From 28% to 68% of women using hormones at menopause take compounded, so-called “bioidentical” hormones, but women don’t understand the risks of these unapproved, untested treatments, shows an analysis of two large surveys, which was published online in Menopause, the journal of The North American Menopause Society.
Prescriptions of compounded hormones aren’t systematically tracked the way those for FDA-approved drugs are, so the analysts used two large internet surveys of middle-aged and older US women to gauge how commonly they use approved hormone therapy and compounded hormone therapy at menopause. Nearly 3,000 women completed the Harris Interactive Inc and Rose Research LLC surveys, and the researchers used their feedback and US Census data to estimate national use.

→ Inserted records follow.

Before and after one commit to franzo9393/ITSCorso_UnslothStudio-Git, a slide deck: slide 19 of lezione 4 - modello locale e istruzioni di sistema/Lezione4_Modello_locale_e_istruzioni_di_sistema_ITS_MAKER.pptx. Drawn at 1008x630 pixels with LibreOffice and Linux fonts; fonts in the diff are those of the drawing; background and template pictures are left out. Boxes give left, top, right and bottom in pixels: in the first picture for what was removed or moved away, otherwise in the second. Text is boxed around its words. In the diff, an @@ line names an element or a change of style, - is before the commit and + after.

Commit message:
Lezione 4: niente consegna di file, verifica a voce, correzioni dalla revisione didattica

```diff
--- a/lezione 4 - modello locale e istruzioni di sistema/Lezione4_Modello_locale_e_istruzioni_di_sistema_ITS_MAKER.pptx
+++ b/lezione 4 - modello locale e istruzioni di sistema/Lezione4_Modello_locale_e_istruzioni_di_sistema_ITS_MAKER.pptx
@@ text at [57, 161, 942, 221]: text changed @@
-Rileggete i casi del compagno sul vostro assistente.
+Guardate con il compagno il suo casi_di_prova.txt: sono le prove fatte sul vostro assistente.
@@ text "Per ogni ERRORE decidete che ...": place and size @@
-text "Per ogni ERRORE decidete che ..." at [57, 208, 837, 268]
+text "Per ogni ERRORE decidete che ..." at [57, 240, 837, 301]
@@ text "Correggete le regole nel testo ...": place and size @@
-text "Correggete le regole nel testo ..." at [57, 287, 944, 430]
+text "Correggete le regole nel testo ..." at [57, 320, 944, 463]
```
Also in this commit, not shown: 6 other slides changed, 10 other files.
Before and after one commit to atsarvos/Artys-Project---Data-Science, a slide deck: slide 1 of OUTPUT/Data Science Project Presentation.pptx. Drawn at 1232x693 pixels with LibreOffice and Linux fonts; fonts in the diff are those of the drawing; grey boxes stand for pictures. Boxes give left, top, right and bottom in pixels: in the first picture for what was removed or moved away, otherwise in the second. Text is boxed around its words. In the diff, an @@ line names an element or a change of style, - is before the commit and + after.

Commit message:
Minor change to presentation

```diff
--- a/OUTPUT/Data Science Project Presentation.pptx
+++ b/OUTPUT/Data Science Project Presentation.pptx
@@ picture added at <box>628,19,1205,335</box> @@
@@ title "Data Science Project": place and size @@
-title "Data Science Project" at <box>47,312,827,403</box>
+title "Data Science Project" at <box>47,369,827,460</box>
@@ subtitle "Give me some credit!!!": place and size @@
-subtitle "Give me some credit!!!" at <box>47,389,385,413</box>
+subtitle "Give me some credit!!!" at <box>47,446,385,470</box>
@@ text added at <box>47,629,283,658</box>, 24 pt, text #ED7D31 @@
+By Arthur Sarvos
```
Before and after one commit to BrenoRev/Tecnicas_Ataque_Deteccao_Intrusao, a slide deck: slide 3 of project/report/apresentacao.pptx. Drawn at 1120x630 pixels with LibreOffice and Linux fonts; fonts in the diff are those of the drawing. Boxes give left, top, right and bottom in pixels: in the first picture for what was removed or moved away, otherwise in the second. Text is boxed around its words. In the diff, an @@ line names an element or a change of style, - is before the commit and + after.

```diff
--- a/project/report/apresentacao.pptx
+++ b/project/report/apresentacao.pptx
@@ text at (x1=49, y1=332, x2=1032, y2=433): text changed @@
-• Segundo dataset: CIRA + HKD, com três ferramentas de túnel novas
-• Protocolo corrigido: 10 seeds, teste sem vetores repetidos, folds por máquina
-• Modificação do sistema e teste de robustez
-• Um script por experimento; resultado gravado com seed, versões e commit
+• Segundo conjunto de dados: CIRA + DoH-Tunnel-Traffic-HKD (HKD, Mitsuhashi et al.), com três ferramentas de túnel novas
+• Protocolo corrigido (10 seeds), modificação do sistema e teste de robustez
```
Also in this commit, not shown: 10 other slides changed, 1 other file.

They calculated that each year 57 to 75 million prescriptions for all menopausal hormone therapies are filled. Thirty-six million prescriptions are written for FDA-approved hormone therapy, so the remaining 28 to 39 million prescriptions are likely for compounded hormones.
But it seems that women who take them don’t know what they’re getting into. One survey asked women “Do you believe that bioidentical hormone therapies compounded at a specialty pharmacy are FDA-approved?” Only 14% correctly answered “no.” Most–76%–weren’t sure, and 10% incorrectly answered “yes.”
The risks of taking unapproved compounded hormones are not well documented because the formulations are not tested in clinical trials before they are dispensed and there is no formal mechanism for reporting adverse events after women take them. But investigative news reporting in MORE magazine (October 2013) demonstrated that filled compounded hormone prescriptions often don’t have the amounts of hormone prescribed. That can be especially risky when a woman takes estrogen without enough progesterone, an imbalance that puts women at increased risk of endometrial cancer.
The Harris survey results show that most women (63%) are talking to their doctors about their menopausal symptoms and the treatment options. However, fewer women are using menopausal hormone therapy today–only 13% to 15% in these surveys. After evidence of adverse events from the Women’s Health Initiative made news in 2000, hormone therapy use plummeted. Concern about those adverse events seems to have prompted many women who want to take hormones to seek out physicians who prescribe compounded hormones, which are marketed as “natural” or “bioidentical”–and therefore perceived as safer–even though many of the FDA-approved hormones are also the same as the body makes.
“These results indicate a general lack of understanding about key differences between compounded and FDA-approved hormone therapy. This publication establishes the need for better education on this topic,” commented Dr. Margery Gass, executive director of The North American Menopause Society.
The analysis, “Compounded bioidentical hormone therapy: identifying use trends and knowledge gaps among US women,” was funded by Therapeutics MD and will be published in the September 2015 print edition of Menopause.